# Milk suppliers



## BertVanGoo (Nov 20, 2015)

Hi all,

im looking at milk suppliers and wondering what other shop owners use and if there is any particular reason why?

originally I was going to go for organic, but after some blind taste tests, supermarket own came out as preferred. With that I'm wondering if there is any point in paying more for something that apparently isn't making much difference to the drink?

Ive been looking at the nutritional value of some of the other brands out there (rodda's, Watsons, cravendale), but they all seem to be about the same. Rodda's actually had .1g less fat, but also .1g sugar less. I'm hoping to find something with about 3.8g per 100ml fat content and lower sugar, but not sure if there is anything out there like that.

like most things I may be over thinking it!


----------



## Barry Cook (Feb 14, 2012)

Hi Bert

I buy my milk direct from an organic dairy farm 10 miles from where my coffee shop is based. It's non-homogenised and I use whole milk as my standard option, although do buy some skimmed milk from them as well. The farm have a shorthorn herd, and they can show that the cattle get fresh feed all year round, not the crap many get fed with over the winter. Remember that although these things may not add up to much on their own, altogether they make a difference.

And because we're buying direct from the farm, we know our money is getting to where it should be instead instead of being swallowed up by the processing dairy/distributor and not making it to the people doing the hard graft of farming.


----------



## BertVanGoo (Nov 20, 2015)

Hi Barry, thanks for that. I have a farm local to me, but they only do raw milk and that's too risky for me despite it tasting amazing. I think I've found a supplier, just waiting for a sample to come through


----------



## Dunk (Mar 26, 2015)

Just a random point but surely once you have steamed the raw milk it no longer is raw and so i fairly safe?

I may be wrong its just a thought!


----------



## BertVanGoo (Nov 20, 2015)

Dunk said:


> Just a random point but surely once you have steamed the raw milk it no longer is raw and so i fairly safe?
> 
> I may be wrong its just a thought!


I dont think it's as easy as that, and as I'm only heating to 65c I think it could be from what someone told me. I think the chances of issues are small, but I'd rather not gamble with it. Will do a bit more research though as would be good to use


----------



## Barry Cook (Feb 14, 2012)

Another thought is "loose milk", i.e. if the farm is able to provide the milk by refilling stainless steel containers instead of using plastic one-use bottles.
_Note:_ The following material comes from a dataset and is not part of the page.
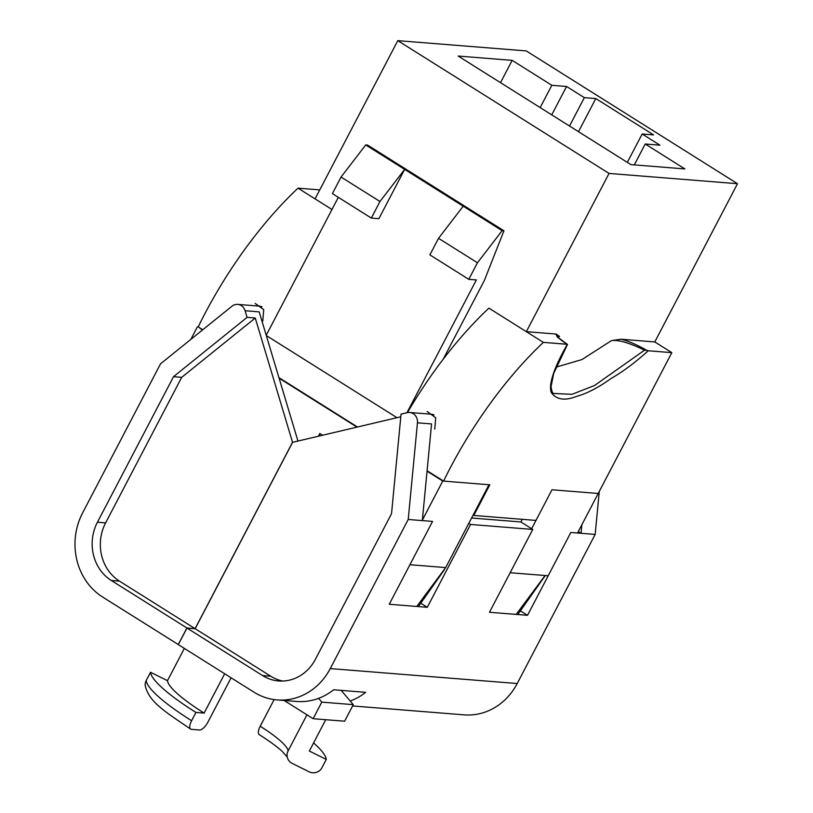 <?xml version="1.0" encoding="UTF-8"?>
<svg xmlns="http://www.w3.org/2000/svg" width="813" height="813" viewBox="0 0 813 813"><rect width="100%" height="100%" fill="white"/><g stroke="black" fill="none" stroke-linecap="round" stroke-linejoin="round"><path stroke-width="1.22" d="M427.15 411.51L435.697 417.76L434.772 429.112M255.17 303.412L263.717 309.662L262.802 321.023M406.927 412.75L476.357 279.946L468.786 279.337L429.874 254.876L438.532 238.311L477.455 262.772L502.129 230.658L463.207 206.197L438.532 238.311M468.786 279.337L477.455 262.772M396.978 417.679L266.308 335.545M331.978 209.5L298.025 188.159A206.492 80.609 122.2 0 0 198.22 326.887L202.783 329.753M443.573 481.113L489.802 484.802L473.776 515.452L535.96 520.422L551.986 489.772L598.216 493.471L671.833 352.649L654.79 341.927L621 339.224C628.195 340.921 636.813 344.651 646.853 350.403L648.235 350.759C635.42 362.385 623.043 371.622 611.102 378.452C598.622 387.496 587.047 393.492 576.366 396.459C564.75 401.002 556.397 399.701 551.305 392.567C547.688 382.872 557.474 361.439 567.352 344.306A2.378 0.925 122.2 0 0 567.23 344.285L543.379 342.375A206.492 80.609 122.2 0 0 443.573 481.113L427.089 470.747M357.496 426.998L278.93 377.618M543.379 342.375L488.898 308.127A206.492 80.609 -57.8 0 0 443.187 359.244A206.492 80.609 122.2 0 0 407.415 412.638M319.763 189.896L298.025 188.159M567.23 344.285C559.659 339.438 555.96 336.023 556.122 334.041L526.336 331.663L609.049 173.433L397.791 40.65L526.245 50.914L737.503 183.708L609.049 173.433M671.833 352.649L648.235 350.759M512.17 60.365L551.834 85.294L566.559 86.473L584.344 97.651L595.807 98.566L653.622 134.907L642.168 133.993L659.953 145.181L645.227 144.003L684.892 168.931L630.888 164.612L458.176 56.046L512.17 60.365L500.513 82.662M315.068 198.87L397.791 40.65M654.79 341.927L737.503 183.708M556.122 334.041L559.557 336.47L557.677 336.684M556.112 367.11L581.925 359.57L611.457 340.627L621 339.224M540.178 107.59L551.834 85.294M551.722 114.846L566.559 86.473M569.517 126.035L584.344 97.651M578.49 131.676L595.807 98.566M627.331 162.376L642.168 133.993M634.313 164.887L645.227 144.003M473.776 515.452L473.136 515.056M553.623 393.462L571.956 394.325L594.496 385.525L644.526 350.179C629.313 342.801 618.287 339.621 611.457 340.627M646.853 350.403L644.526 350.179M502.129 230.658L503.948 230.801L484.314 280.576L443.187 359.244M371.317 218.067L332.395 193.606L341.054 177.041L365.728 144.927L404.65 169.389L379.976 201.502L371.317 218.067L378.878 218.677L404.65 169.389L463.207 206.197M338.33 197.335L266.227 335.271M365.728 144.927L367.547 145.07L503.948 230.801M379.976 201.502L341.054 177.041M178.342 644.577L102.631 597.047A61.818 55.762 94.6 0 1 82.601 512.922L160.557 363.807L231.959 306.216A9.512 8.577 94.6 0 1 237.701 304.387L259.174 306.105A9.512 8.577 94.6 0 1 262.01 306.887M237.701 304.387A9.512 8.577 94.6 0 1 245.089 310.739L247.081 317.355L255.262 318.015L292.528 442.272L195.09 628.662L186.909 628.002L178.25 644.577M313.127 718.692L344.631 721.212L353.289 704.647L321.796 702.127L313.127 718.692L284.144 700.481M231.095 677.788L207.965 722.035A9.512 3.709 122.2 0 1 199.541 729.993L191.36 729.332A9.512 3.709 122.2 0 1 190.628 729.098A9.512 3.709 122.2 0 1 191.604 720.725L195.933 712.442L204.114 713.092L224.673 673.764M297.954 441.053L259.205 311.867L245.089 310.739M186.909 628.002L111.3 580.482A42.794 38.607 94.6 0 1 97.428 522.241L173.525 376.683L247.081 317.355M195.09 628.662L119.481 581.132A42.794 38.607 94.6 0 1 105.609 522.891L181.706 377.344L173.525 376.683M181.706 377.344L255.262 318.015M321.796 702.127L318.584 698.347M341.175 690.369L353.289 704.647M204.114 713.092A79.644 14.654 27.6 0 1 167.478 680.674L184.348 648.408M190.628 729.098C165.212 711.66 148.87 702.117 145.202 685.511A9.512 9.289 -4.6 0 1 146.218 680.552A98.668 18.15 27.6 0 0 191.604 720.725M167.478 680.674L150.547 672.27L146.218 680.552M150.547 672.27A98.668 18.15 27.6 0 0 195.933 712.442M400.789 416.784L292.599 442.323L195.161 628.703L186.98 628.053L178.321 644.618L253.93 692.148A61.818 55.762 -85.4 0 0 277.152 699.922A61.818 55.762 -85.4 0 0 330.261 668.581L408.217 519.477L417.455 422.811A9.512 8.577 -85.4 0 0 409.671 412.486L431.154 414.203A9.512 8.577 94.6 0 1 433.99 414.986M409.671 412.486A9.512 8.577 -85.4 0 0 407.252 412.669L401.043 414.132L391.531 513.714L315.434 659.262A42.794 38.607 -85.4 0 1 278.666 680.959A42.794 38.607 -85.4 0 1 262.589 675.573L186.98 628.053M408.217 519.477L422.323 520.605L431.561 423.939L417.455 422.811M287.324 757.096L282.091 751.283C276.827 746.486 269.205 740.938 259.225 734.627A9.512 3.709 -57.8 0 1 260.201 726.243A60.629 11.148 -152.4 0 1 288.087 750.927L306.958 714.82M274.133 699.587L260.201 726.243M581.874 524.731L581.051 533.287L578.297 531.56M352.608 705.948L464.101 714.861A61.818 55.762 -85.4 0 0 517.21 683.53L595.167 534.415L599.272 491.438M350.23 701.04A61.818 55.762 -85.4 0 0 365.657 692.33L333.645 689.77A61.818 55.762 94.6 0 1 296.582 701.467L277.152 699.922M422.323 520.605L432.557 521.418L389.244 604.262L427.292 607.301L470.595 524.456L532.779 529.436L489.477 612.27L527.515 615.309L570.828 532.474L595.167 534.415M195.161 628.703L270.77 676.233A42.794 38.607 -85.4 0 0 282.782 681.04M288.087 750.927A9.512 9.289 175.4 0 0 292.213 763.407L309.143 771.811A9.512 9.289 175.4 0 0 321.938 767.726L326.277 759.433L309.346 751.039L325.728 719.698M326.277 759.433A98.668 18.15 27.6 0 0 313.584 742.919M420.758 603.195L427.292 607.301M468.806 523.338L470.595 524.456M520.391 610.827L527.515 615.309M471.591 518.013L520.879 521.956L532.779 529.436M422.384 520.025L442.76 481.042L427.049 471.174M356.978 427.12L279.093 378.177M202.467 330.007L198.22 326.887M190.831 339.397L197.396 326.826M318.381 436.235L319.814 433.481L322.609 435.24M577.545 533.013L598.216 493.471L551.986 489.772L531.631 528.714M548.186 575.777L545.086 575.523L516.174 614.404M520.879 521.956L522.251 519.334M409.915 564.72L445.676 567.576L488.989 484.741L442.76 481.042M445.676 567.576L416.764 606.457M510.147 572.728L545.086 575.523M318.625 436.175L319.976 433.583M418.37 606.589L444.345 569.771A2.378 2.144 -85.4 0 0 444.762 568.815M545.289 575.543L517.779 614.537M119.481 581.132L111.3 580.482M105.609 522.891L97.428 522.241M330.261 668.581L517.21 683.53M270.77 676.233L262.589 675.573M553.704 393.533L553.704 393.533C552.505 393.37 551.631 391.012 551.072 386.46L553.714 373.421L567.454 344.529M567.403 344.336C559.151 338.411 555.807 335.678 557.352 336.155L557.19 337.1"/></g></svg>

The only side note to that this would depend on 1. your ability to store these s/steel vessels, and 2. your EHO's view on this.


----------



## BertVanGoo (Nov 20, 2015)

I wouldn't haven't room to store them


----------



## Barry Cook (Feb 14, 2012)

BertVanGoo said:


> I wouldn't haven't room to store them


That is the problem we have as well, which sadly means we still have to take plastic bottled milk. Especially being that our dairy farm do offer loose.


----------



## jlarkin (Apr 26, 2015)

@BertVanGoo did you make any progress with milk?


----------



## BertVanGoo (Nov 20, 2015)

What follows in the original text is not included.